A nota é direcionada aos participantes dos mercados regulados, ao Governo Federal e ao Congresso Nacional. Nos últimos dias, a indicação do ex-diretor e ex-presidente interino Otto Lobo para a presidência acendeu debates sobre os critérios para as indicações. De acordo com informações de bastidores, Lobo fez campanha em Brasília para conseguir a nomeação à presidência efetiva da reguladora. O corpo a corpo teria resultado em apoio do Centrão à nomeação de Lobo pelo presidente Lula na semana passada.

O governo também nomeou o advogado Igor Muniz, que fez carreira na Petrobras, a uma das vagas de diretoria que estava vazia desde o fim de 2024, quando acabou o mandato de Daniel Maeda. Ainda há uma vaga na diretoria, a que era ocupada por Lobo até o fim de 2025.

“Historicamente, a presença deste integrante servidor de carreira tem se mostrado elemento complementar e essencial para assegurar a continuidade institucional, a preservação da memória regulatória e a adequada compreensão das rotinas de supervisão e fiscalização”, diz a nota, destacando uma recomendação do Tribunal de Contas da União (TCU) sobre o tema.

A diretora Marina Copola também se manisfestou em nota, destacando que “a presença de um membro da área técnica no Colegiado é benéfica por ao menos dois motivos. Primeiro, por assegurar a preservação do histórico institucional da CVM – algo valioso para uma autarquia com quase 50 décadas de atuação especializada como a CVM. Em segundo lugar, porque um diretor da área técnica exerce um papel importante como observador externo e fiel da balança nas dinâmicas internas usuais de um órgão colegiado”.

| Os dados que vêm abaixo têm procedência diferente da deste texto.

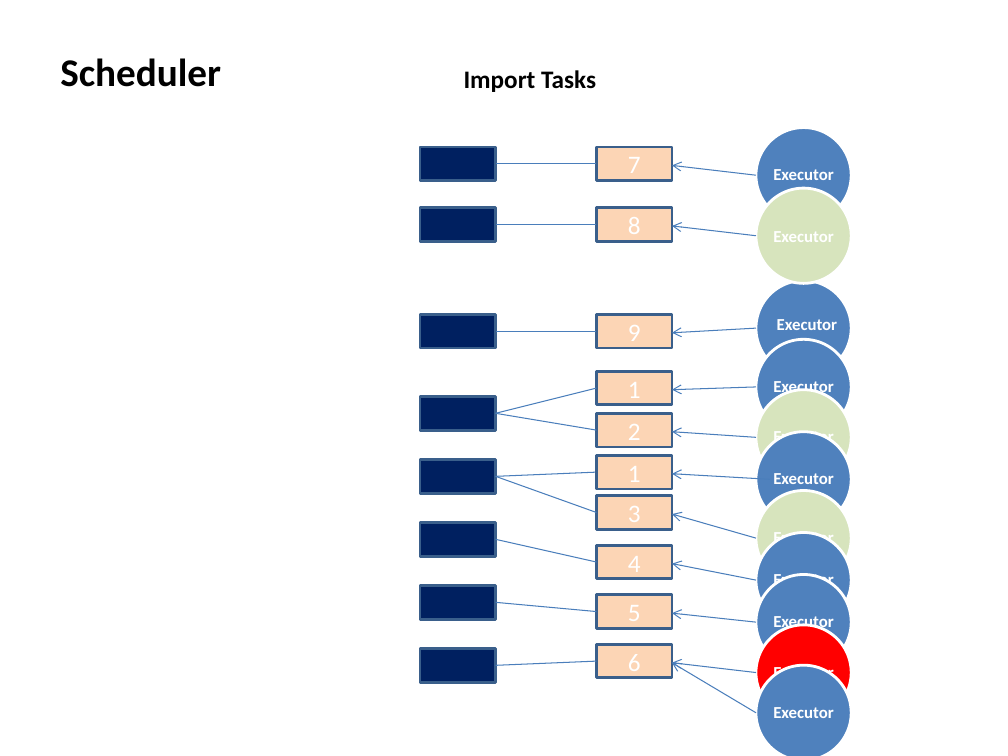
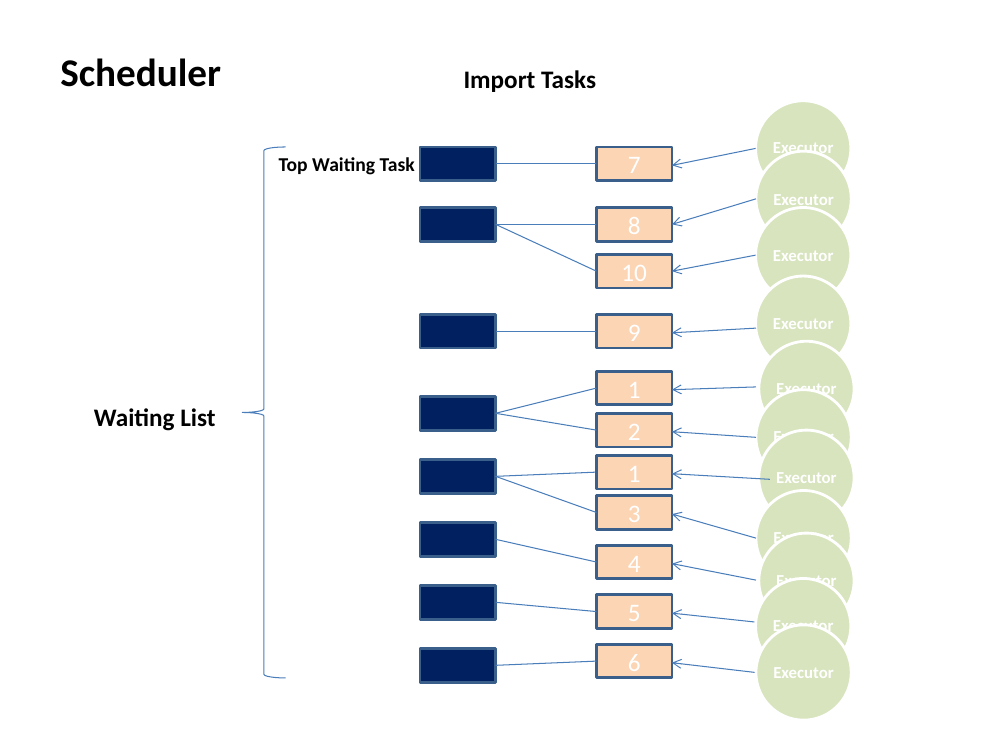
Before and after one commit to happylennychen/BCLabManager, a slide deck: slide 7 of Doc/V5 design doc.pptx. Drawn at 1008x756 pixels with LibreOffice and Linux fonts; fonts in the diff are those of the drawing. Boxes give left, top, right and bottom in pixels: in the first picture for what was removed or moved away, otherwise in the second. Text is boxed around its words. In the diff, an @@ line names an element or a change of style, - is before the commit and + after.

```diff
--- a/Doc/V5 design doc.pptx
+++ b/Doc/V5 design doc.pptx
@@ fill #4F81BD to #D7E4BD in 6 elements at box(759, 533, 854, 628), box(759, 430, 854, 525), box(756, 276, 851, 371), box(756, 579, 851, 673), box(759, 342, 854, 436), box(756, 101, 851, 196) @@
@@ ellipse: place and size @@
-ellipse at box(756, 128, 851, 223)
+ellipse at box(756, 101, 851, 196)
@@ left brace added at box(242, 147, 285, 678), outline #4B7EBC 0.75 pt @@
@@ arrow moved from (756, 175) - (672, 165) to (756, 148) - (672, 165) @@
@@ text added at box(279, 157, 415, 175), 14 pt, text #000000, bold @@
+Top Waiting Task
@@ ellipse: place and size @@
-ellipse at box(756, 188, 851, 283)
+ellipse at box(756, 151, 851, 246)
@@ text removed at box(773, 169, 834, 180) @@
-Executor
@@ arrow moved from (756, 236) - (672, 226) to (756, 199) - (672, 225) @@
@@ ellipse added at box(756, 208, 851, 302), fill #D7E4BD, outline #FFFFFF 2 pt @@
@@ arrow moved from (756, 713) - (672, 662) to (597, 271) - (496, 225) @@
@@ arrow (597, 271) - (496, 225): arrow to line @@
@@ rectangle added at box(597, 254, 672, 287), fill #FCD5B5, outline #3A5F8C 2 pt, 18 pt, text #FFFFFF @@
+10
@@ arrow added from (756, 255) to (672, 271), #4B7EBC 0.75 pt @@
@@ ellipse: place and size @@
-ellipse at box(756, 280, 851, 375)
+ellipse at box(756, 276, 851, 371)
@@ text removed at box(777, 319, 838, 330) @@
-Executor
@@ text removed at box(773, 378, 834, 396) @@
-Executor
@@ text added at box(94, 408, 215, 431), 18 pt, text #000000, bold @@
+Waiting List
@@ text removed at box(773, 429, 834, 445) @@
-Executor
@@ text removed at box(773, 473, 834, 484) @@
-Executor
@@ text removed at box(773, 530, 834, 545) @@
-Executor
@@ ellipse: place and size @@
-ellipse at box(756, 575, 851, 669)
+ellipse at box(756, 579, 851, 673)
@@ text removed at box(773, 573, 834, 587) @@
-Executor
@@ ellipse at box(756, 625, 851, 720): fill #FF0000 to #D7E4BD @@
@@ text removed at box(773, 614, 834, 632) @@
-Executor
@@ ellipse removed at box(756, 665, 851, 756) @@
@@ text removed at box(773, 664, 834, 678) @@
-Executor
@@ text removed at box(773, 707, 834, 718) @@
-Executor
```
Also in this commit, not shown: 2 other slides changed, 6 slides added, 6 other files.
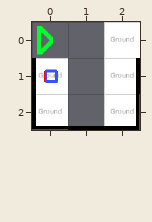
A Tiled map gets an edit: Assets/Worlds/Demo/Data/Elevators.tmx. The picture above is the old version.
Cells are 50x50 px. Shown: x 0..2, y 0..2.
Once edited:
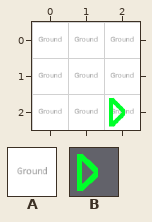
Key: from "Master": A 3 "/Base/Ground", B 28 "/Base/Redirection".
_ is an empty cell.
Objects are placed by their top-left corner, in cells (3,4 is the top-left corner of cell 3,4); size is 1x1 cell unless given.
Tiles of an added or newly shown layer are drawn over the layers below it.
The edit:
Layer "Floor 1/Ground" (now shown):
There is now tile A in row 0 at x 1; in row 1 at x 0 to 2; in row 2 at x 0 to 1.
Layer "Floor 1/Ground #2" (now shown):
A new object: A "/Base/Ground" at 0,0.
A new object: A "/Base/Ground" at 2,2.
Layer "Floor 1/Transitions" (now shown):
A new object: B "Platform" at 2,2.

O debate sobre os protocolos relacionados às indicações retomou o vigor nesta semana, com notícias sobre André Vasconcellos, diretor de Relações com Investidores da Fictor, que estaria em campanha para a vaga no Colegiado.

Os superintendentes estão divulgando a nota em postagens nas suas redes sociais pessoais – a nota não tem relação com a autarquia. “Reconhecemos o processo iniciado pelo governo federal para recomposição do Colegiado e esperamos que o nosso posicionamento seja acolhido e que a diretoria esteja completa o quanto antes, com a presença de um servidor efetivo da CVM como um dos seus diretores”, concluem.

Assinam o texto: André Francisco Luiz de Alencar Passaro (superintendente de Relações com o Mercado e Intermediários); Andréa Araujo Alves de Souza (Gestão de Pessoas); Antonio Carlos Berwanger (Desenvolvimento de Mercado); Bruno Barbosa de Luna (chefe da Assessoria de Análise Econômica, Gestão de Riscos e Integridade); Bruno de Freitas Gomes (superintendente de Securitização e Agronegócio); Carlos Cesar Valentim Alves (Tecnologia da Informação); Carlos Guilherme de Paula Aguiar (Processos Sancionadores); Cintia de Miranda Moura (Administrativo-Financeiro); Daniel Valadão de Sousa Corgozinho (superintendente seccional de Desenvolvimento e Modernização Institucional); Eduardo Manhães Ribeiro Gomes (Relações Internacionais); Fabio Pinto Coelho (Normas Contábeis e de Auditoria); Felipe Claret (corregedor interino); Fernando Soares Vieira (superintendente de Relações com Empresas); José Alexandre Cavalcanti Vasco (Orientação aos Investidores e Finanças Sustentáveis); Luis Felipe Marques Lobianco (Supervisão de Riscos Estratégicos); Luis Miguel Jacinto Mateus Rodrigues Sono (Registro de Valores Mobiliários); Marco Antonio Velloso de Sousa (Supervisão de Investidores Institucionais); Thiago Paiva Chaves (Relações Institucionais); Vera Lucia Simões Alves Pereira de Souza (Planejamento e Inovação).